Yes we have, but we all have different experiences and priorities.IS works well for many (most?) photographers. My problem with IS is that it hinders AF on moving subjects and since I stopped using IS my "Keeper" rate has improved without any losses on static subjects.
I believe that you are quite correct when you state that Canon is not going to release a telephoto lens without IS - I would be very surprised (but glad) if they did. Canon has the very best IS system available, at present, and I cannot see them turning down the marketing opportunities that it offers.

Having said that I have found that Canon IS lenses perform better with IS off and can only speculate that they would be better still if it wasn't fitted in the first place - unfortunately there are no direct comparisons to prove/disprove this as they are not made. We have to work with what lenses are available and the majority have IS whether I like it or not. As such I would suggest/encourage users to try turning IS off and see what happens. In my (and quite a few other) cases this has resulted in better results. If users don't like it they can always turn it back on - there are no fixed rules here, it's just what works best.

Incidentally you say "Hand holding the 800L is quite a feat, and I can only respect your being able to" deserves no respect (but thanks for the thought!) it is quite easy - but only for a few seconds! My arms look like matchsticks so it isn't going to stay on target long! I can do it and have had some nice results but I struggle with IS as by the time I have finally achieved AF lock I am struggling and tracking is getting iffy or has failed - like my arms! Without IS it locks and tracks better/faster so I have a sporting chance.

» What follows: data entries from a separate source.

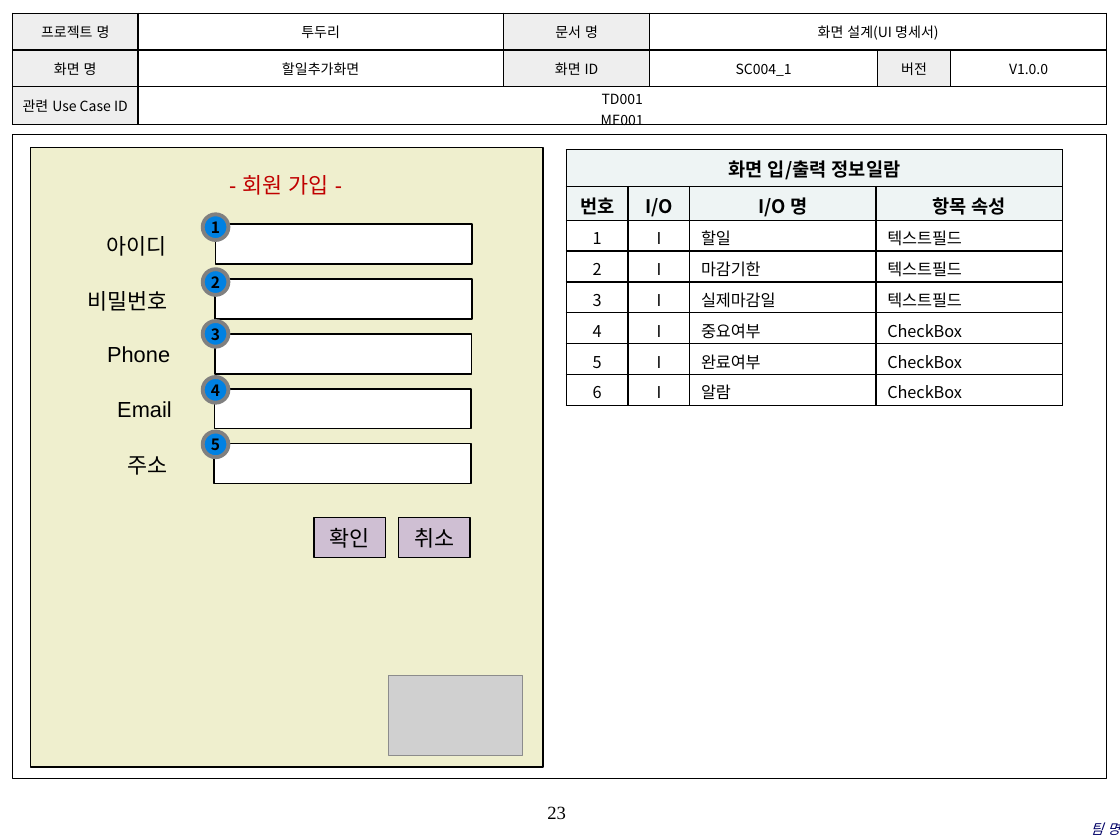
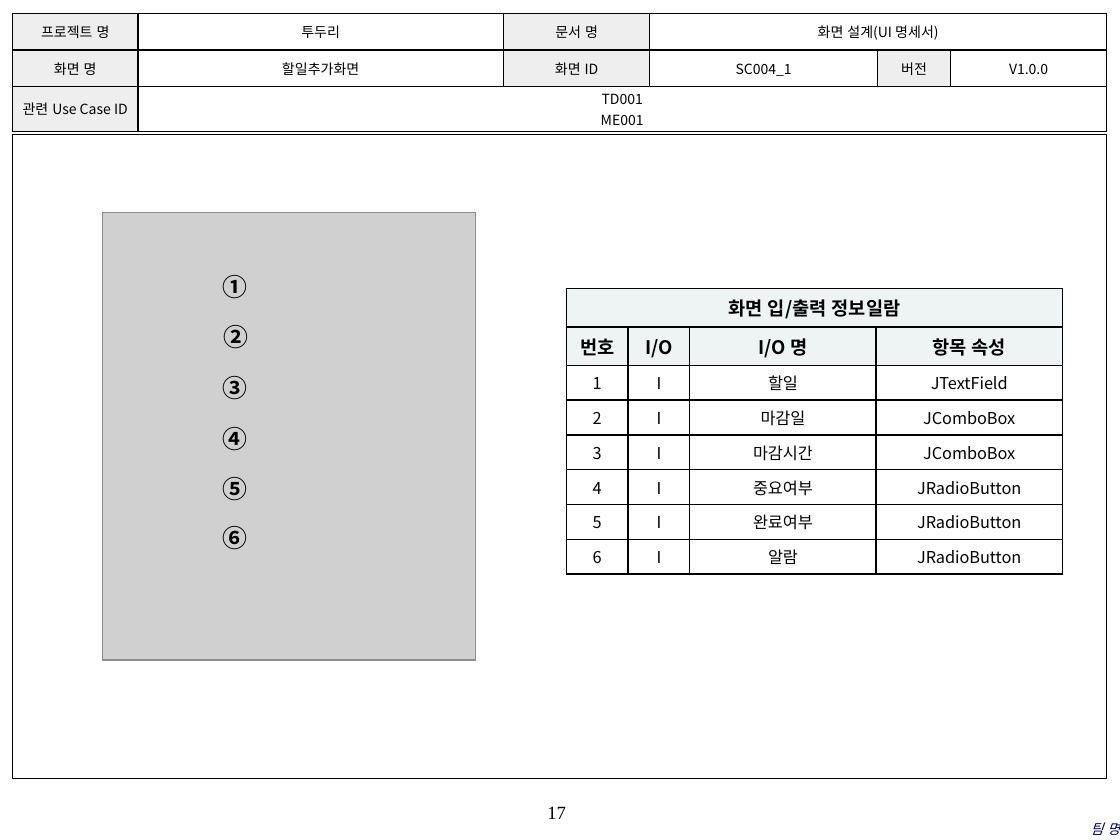
Before and after one commit to coskdms/SE2017_10_TenoutofTen, a slide deck: slide 17 of doc/3_ 설계서/UI Design Template.pptx (slide 23 before the commit). Drawn at 1120x840 pixels with LibreOffice and Linux fonts; fonts in the diff are those of the drawing; grey boxes stand for pictures; background and template pictures are left out. Boxes give left, top, right and bottom in pixels: in the first picture for what was removed or moved away, otherwise in the second. Text is boxed around its words. In the diff, an @@ line names an element or a change of style, - is before the commit and + after.

```diff
--- a/doc/3_ 설계서/UI Design Template.pptx
+++ b/doc/3_ 설계서/UI Design Template.pptx
@@ picture added at (x1=102, y1=212, x2=475, y2=660) @@
@@ vertical alignment middle to top; fill #0081E2 to none; outline #808080 2.5 pt to none in 5 elements at (x1=222, y1=477, x2=247, y2=501), (x1=223, y1=427, x2=248, y2=451), (x1=222, y1=376, x2=247, y2=400), (x1=223, y1=325, x2=248, y2=349), (x1=222, y1=275, x2=247, y2=299) @@
@@ text "①" moved from (x1=203, y1=214, x2=228, y2=240) to (x1=222, y1=275, x2=247, y2=299) @@
@@ text at (x1=222, y1=275, x2=247, y2=299): text changed; size 10 to 16 pt @@
-1
+①
@@ table at (x1=567, y1=289, x2=1062, y2=568) @@
-row 3, column 4: 텍스트필드
+row 3, column 4: JTextField
-row 4, column 3: 마감기한
+row 4, column 3: 마감일
-row 4, column 4: 텍스트필드
+row 4, column 4: JComboBox
-row 5, column 3: 실제마감일
+row 5, column 3: 마감시간
-row 5, column 4: 텍스트필드
+row 5, column 4: JComboBox
-row 6, column 4: CheckBox
+row 6, column 4: JRadioButton
-row 7, column 4: CheckBox
+row 7, column 4: JRadioButton
-row 8, column 4: CheckBox
+row 8, column 4: JRadioButton
@@ alignment left to centre @@
@@ table resized from (x1=567, y1=150, x2=1062, y2=405) to (x1=567, y1=289, x2=1062, y2=568) @@
@@ text "②" moved from (x1=203, y1=269, x2=228, y2=295) to (x1=223, y1=325, x2=248, y2=349) @@
@@ text at (x1=223, y1=325, x2=248, y2=349): text changed; size 10 to 16 pt @@
-2
+②
@@ text "③" moved from (x1=203, y1=321, x2=228, y2=347) to (x1=222, y1=376, x2=247, y2=400) @@
@@ text at (x1=222, y1=376, x2=247, y2=400): text changed; size 10 to 16 pt @@
-3
+③
@@ text "④" moved from (x1=203, y1=377, x2=228, y2=403) to (x1=223, y1=427, x2=248, y2=451) @@
@@ text at (x1=223, y1=427, x2=248, y2=451): text changed; size 10 to 16 pt @@
-4
+④
@@ text "⑤" moved from (x1=203, y1=431, x2=228, y2=457) to (x1=222, y1=477, x2=247, y2=501) @@
@@ text at (x1=222, y1=477, x2=247, y2=501): text changed; size 10 to 16 pt @@
-5
+⑤
@@ text added at (x1=223, y1=526, x2=248, y2=550), 16 pt, text #000000, bold @@
+⑥
@@ group removed at (x1=30, y1=148, x2=543, y2=767): 8 rectangles, 6 texts, 1 picture @@
-확인
-- 회원 가입 -
-아이디
-비밀번호
-Phone
-Email
-주소
-취소
@@ page number at (x1=547, y1=806, x2=566, y2=819): text changed @@
-23
+17
```
Also in this commit, not shown: 15 other slides changed, 5 slides added, 9 slides removed.
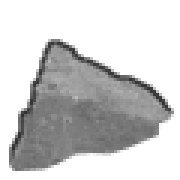
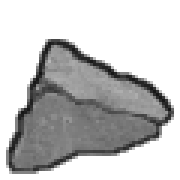
Layers edited between the first and the second 180 × 180 image:
painted on "line" over (x1=6, y1=39, x2=174, y2=174)

Just my experiences, if you and others find my suggestions to be wrong then that's fine - use what works best for you. I don't have the answers - just suggestions that work for me and some others.

That was a bit of a long post - I need a break!


----------



## scyrene (Jun 18, 2016)

johnf3f said:


> scyrene said:
> 
> 
> > I think we've disagreed on the usefulness of IS before John, and I respect your experience, but I still think its usefulness outweighs any disadvantage (and I've not found it impinges on AF acquisition etc, but admit I've done no empirical testing of that).
> ...



Heh  Actually, I probably should remember to turn off IS on the rare occasions I try to shoot birds in flight - I agree with you that anything extra taxing the system that isn't helping should be removed - and IS isn't going to make any positive contribution to most shots in that situation. Maybe I've mellowed! I must try swifts again this summer before they fly off, anyhow.

Yeah, I've found the type of shooting makes a big difference to stamina - and my arms are weedy too  I can carry the 500L around for hours, doing bursts of shooting, but holding it up, aimed at a static target - or following birds round the sky - I can only manage for a few minutes, maybe ten or fifteen at most, before it gets too painful.


----------



## Deleted member 91053 (Jun 18, 2016)

scyrene said:


> Heh  Actually, I probably should remember to turn off IS on the rare occasions I try to shoot birds in flight - I agree with you that - aanything extra taxing the system that isn't helping should be removed nd IS isn't going to make any positive contribution to most shots in that situation. Maybe I've mellowed! I must try swifts again this summer before they fly off, anyhow.
> 
> Yeah, I've found the type of shooting makes a big difference to stamina - and my arms are weedy too  I can carry the 500L around for hours, doing bursts of shooting, but holding it up, aimed at a static target - or following birds round the sky - I can only manage for a few minutes, maybe ten or fifteen at most, before it gets too painful.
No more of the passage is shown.